Soleimani Mohammad, Tabatabaei Seyed Ali, Mohammadi S Saeed, Valipour Niloufar, Mirzaei Arash
Ocular Trauma and Emergency Department, Eye Research Center, Farabi eye hospital, Tehran University of Medical Sciences, Tehran, Iran.
J Ophthalmic Inflamm Infect. 2020 Nov 27;10(1):35. doi: 10.1186/s12348-020-00227-x.
To report characteristics of microbial keratitis in pediatric patients under five years.
Patients with infectious keratitis under the age of 5 years were included in this retrospective cross-sectional study for ten years.
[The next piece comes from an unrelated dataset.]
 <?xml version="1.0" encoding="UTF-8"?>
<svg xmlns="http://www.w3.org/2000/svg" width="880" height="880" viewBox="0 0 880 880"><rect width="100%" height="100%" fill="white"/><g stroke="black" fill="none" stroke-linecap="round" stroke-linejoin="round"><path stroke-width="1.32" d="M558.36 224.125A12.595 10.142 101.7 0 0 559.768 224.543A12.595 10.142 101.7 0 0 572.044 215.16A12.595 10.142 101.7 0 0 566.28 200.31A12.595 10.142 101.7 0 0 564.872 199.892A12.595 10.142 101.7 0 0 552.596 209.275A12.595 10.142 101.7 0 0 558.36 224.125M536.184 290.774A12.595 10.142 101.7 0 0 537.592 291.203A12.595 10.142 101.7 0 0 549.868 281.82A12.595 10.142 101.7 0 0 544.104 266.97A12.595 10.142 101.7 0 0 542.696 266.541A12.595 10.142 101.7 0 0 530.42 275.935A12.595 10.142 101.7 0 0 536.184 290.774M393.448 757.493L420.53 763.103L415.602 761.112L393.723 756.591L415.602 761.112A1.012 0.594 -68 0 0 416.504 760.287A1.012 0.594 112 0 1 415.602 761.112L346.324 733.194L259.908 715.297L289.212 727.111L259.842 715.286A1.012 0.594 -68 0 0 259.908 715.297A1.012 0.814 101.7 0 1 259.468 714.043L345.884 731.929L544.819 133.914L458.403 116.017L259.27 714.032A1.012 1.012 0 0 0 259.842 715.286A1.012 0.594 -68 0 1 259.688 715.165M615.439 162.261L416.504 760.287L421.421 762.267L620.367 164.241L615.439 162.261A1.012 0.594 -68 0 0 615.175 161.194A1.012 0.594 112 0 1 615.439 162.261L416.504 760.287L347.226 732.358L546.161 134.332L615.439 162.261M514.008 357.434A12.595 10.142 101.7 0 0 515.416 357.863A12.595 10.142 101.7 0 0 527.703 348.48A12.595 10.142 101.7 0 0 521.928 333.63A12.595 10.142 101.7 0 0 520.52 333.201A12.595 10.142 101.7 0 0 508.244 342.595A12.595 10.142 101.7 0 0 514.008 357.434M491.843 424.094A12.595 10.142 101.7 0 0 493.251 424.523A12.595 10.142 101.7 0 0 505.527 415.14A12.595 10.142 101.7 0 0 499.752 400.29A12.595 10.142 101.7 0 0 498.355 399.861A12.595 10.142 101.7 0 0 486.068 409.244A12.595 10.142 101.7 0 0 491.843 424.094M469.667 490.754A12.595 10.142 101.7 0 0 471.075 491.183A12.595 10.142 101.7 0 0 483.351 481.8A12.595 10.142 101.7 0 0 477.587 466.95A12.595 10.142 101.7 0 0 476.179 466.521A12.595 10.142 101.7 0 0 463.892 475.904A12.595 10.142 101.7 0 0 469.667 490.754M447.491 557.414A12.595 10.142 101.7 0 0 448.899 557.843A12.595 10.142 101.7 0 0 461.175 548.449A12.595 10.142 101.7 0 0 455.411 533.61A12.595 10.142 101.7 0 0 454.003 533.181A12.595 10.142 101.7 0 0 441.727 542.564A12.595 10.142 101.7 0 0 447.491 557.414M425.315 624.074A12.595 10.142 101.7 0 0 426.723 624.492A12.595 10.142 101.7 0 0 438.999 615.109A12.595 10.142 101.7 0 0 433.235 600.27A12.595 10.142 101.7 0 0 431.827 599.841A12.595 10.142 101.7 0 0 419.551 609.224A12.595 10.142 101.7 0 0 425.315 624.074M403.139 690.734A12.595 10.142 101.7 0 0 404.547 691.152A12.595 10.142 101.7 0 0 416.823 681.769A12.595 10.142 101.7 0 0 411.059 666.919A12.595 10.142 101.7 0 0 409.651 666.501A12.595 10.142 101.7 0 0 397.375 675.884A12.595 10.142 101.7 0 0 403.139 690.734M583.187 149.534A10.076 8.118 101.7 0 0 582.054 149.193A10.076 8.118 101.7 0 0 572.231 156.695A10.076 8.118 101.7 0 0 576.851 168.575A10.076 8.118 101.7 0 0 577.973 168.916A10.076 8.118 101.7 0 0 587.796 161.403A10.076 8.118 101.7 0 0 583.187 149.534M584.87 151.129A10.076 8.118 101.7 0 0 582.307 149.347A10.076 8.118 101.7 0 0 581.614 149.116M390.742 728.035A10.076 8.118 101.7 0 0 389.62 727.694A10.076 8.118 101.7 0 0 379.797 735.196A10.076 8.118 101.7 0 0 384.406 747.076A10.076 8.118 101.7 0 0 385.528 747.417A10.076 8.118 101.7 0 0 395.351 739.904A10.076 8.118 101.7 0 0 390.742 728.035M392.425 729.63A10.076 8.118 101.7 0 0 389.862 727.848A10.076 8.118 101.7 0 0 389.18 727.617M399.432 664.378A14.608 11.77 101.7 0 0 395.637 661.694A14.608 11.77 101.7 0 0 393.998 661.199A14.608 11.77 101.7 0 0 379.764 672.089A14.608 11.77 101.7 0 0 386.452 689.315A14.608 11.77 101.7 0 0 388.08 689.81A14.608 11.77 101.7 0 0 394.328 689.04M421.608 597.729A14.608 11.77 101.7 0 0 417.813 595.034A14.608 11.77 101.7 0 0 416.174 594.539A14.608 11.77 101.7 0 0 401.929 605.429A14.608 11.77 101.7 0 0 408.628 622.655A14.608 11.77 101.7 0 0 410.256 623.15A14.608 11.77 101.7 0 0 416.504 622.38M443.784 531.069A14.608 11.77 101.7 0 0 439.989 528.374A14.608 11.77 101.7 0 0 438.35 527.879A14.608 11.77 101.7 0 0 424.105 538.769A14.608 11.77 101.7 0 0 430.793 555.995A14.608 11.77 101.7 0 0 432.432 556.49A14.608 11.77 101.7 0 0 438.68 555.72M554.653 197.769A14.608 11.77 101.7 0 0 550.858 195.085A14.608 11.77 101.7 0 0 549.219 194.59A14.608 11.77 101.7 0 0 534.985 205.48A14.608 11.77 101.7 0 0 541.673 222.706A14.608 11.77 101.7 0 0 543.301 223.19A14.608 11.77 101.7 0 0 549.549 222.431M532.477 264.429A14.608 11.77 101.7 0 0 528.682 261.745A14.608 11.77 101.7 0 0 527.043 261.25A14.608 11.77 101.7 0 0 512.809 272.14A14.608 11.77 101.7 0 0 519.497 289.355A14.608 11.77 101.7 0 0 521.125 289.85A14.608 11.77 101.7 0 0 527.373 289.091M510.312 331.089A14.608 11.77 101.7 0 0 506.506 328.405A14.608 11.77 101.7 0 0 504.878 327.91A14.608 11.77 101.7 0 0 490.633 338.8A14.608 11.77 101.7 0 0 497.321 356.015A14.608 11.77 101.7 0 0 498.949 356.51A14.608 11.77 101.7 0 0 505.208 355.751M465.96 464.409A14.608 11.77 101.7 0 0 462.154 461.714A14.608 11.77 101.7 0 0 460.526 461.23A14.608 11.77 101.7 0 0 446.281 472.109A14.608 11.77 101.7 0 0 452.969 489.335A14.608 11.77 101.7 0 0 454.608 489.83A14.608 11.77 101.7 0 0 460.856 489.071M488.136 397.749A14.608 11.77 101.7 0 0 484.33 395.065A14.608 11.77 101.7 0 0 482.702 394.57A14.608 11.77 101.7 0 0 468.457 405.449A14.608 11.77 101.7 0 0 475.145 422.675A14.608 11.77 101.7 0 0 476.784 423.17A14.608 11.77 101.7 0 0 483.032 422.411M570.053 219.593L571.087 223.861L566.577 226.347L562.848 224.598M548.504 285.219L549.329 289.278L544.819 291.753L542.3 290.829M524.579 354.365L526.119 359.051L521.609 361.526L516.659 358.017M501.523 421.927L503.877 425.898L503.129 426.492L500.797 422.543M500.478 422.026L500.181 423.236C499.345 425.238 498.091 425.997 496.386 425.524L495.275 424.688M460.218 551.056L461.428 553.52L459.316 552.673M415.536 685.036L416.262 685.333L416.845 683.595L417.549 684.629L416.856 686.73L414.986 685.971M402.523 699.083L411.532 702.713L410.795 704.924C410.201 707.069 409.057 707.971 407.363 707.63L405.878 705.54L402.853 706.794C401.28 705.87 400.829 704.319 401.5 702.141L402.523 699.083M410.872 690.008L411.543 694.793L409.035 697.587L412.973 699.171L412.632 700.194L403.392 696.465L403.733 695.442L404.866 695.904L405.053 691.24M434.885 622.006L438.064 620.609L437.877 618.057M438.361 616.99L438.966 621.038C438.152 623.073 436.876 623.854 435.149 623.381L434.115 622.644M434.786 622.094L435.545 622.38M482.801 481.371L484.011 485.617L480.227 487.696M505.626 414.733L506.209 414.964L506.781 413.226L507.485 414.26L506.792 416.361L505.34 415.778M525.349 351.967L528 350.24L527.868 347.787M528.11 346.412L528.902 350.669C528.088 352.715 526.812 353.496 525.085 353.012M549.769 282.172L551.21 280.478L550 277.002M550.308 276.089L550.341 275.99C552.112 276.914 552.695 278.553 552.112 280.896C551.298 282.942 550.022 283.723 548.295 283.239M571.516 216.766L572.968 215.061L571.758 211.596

All patients were admitted and corneal scraping was performed in 81 children. Fortified empiric antibiotic eye drops including cefazolin (50 mg/cc) and amikacin (20 mg/cc) were started and the antibiotic regimen was continued or changed according to culture results. In the case of fungal keratitis, topical voriconazole (10 mg/cc) or natamycin (50 mg/cc) and topical chloramphenicol (5 mg/cc) were started. A tectonic procedure was done when corneal thinning or perforation was present.
Ninety-Three Patients between 1 to 60 months with a mean age of 33 ± 18 months old with corneal ulcer were included in the study. The most common risk factor was trauma (40.9%) followed by contact lens use (8.6%). Cultures were negative for microbial growth in 28 (30.1%) patients. The most common pathogens were S. epidermidis (10.8%) and P. aeruginosa (10.8%). Fluoroquinolone antibiotics (ciprofloxacin; 93.8% sensitivity) were the most potent antibiotic against bacterial pathogens. Forty-one patients underwent tectonic procedures, which the most common ones were cyanoacrylate glue 18.3% followed by keratoplasty 16.1%.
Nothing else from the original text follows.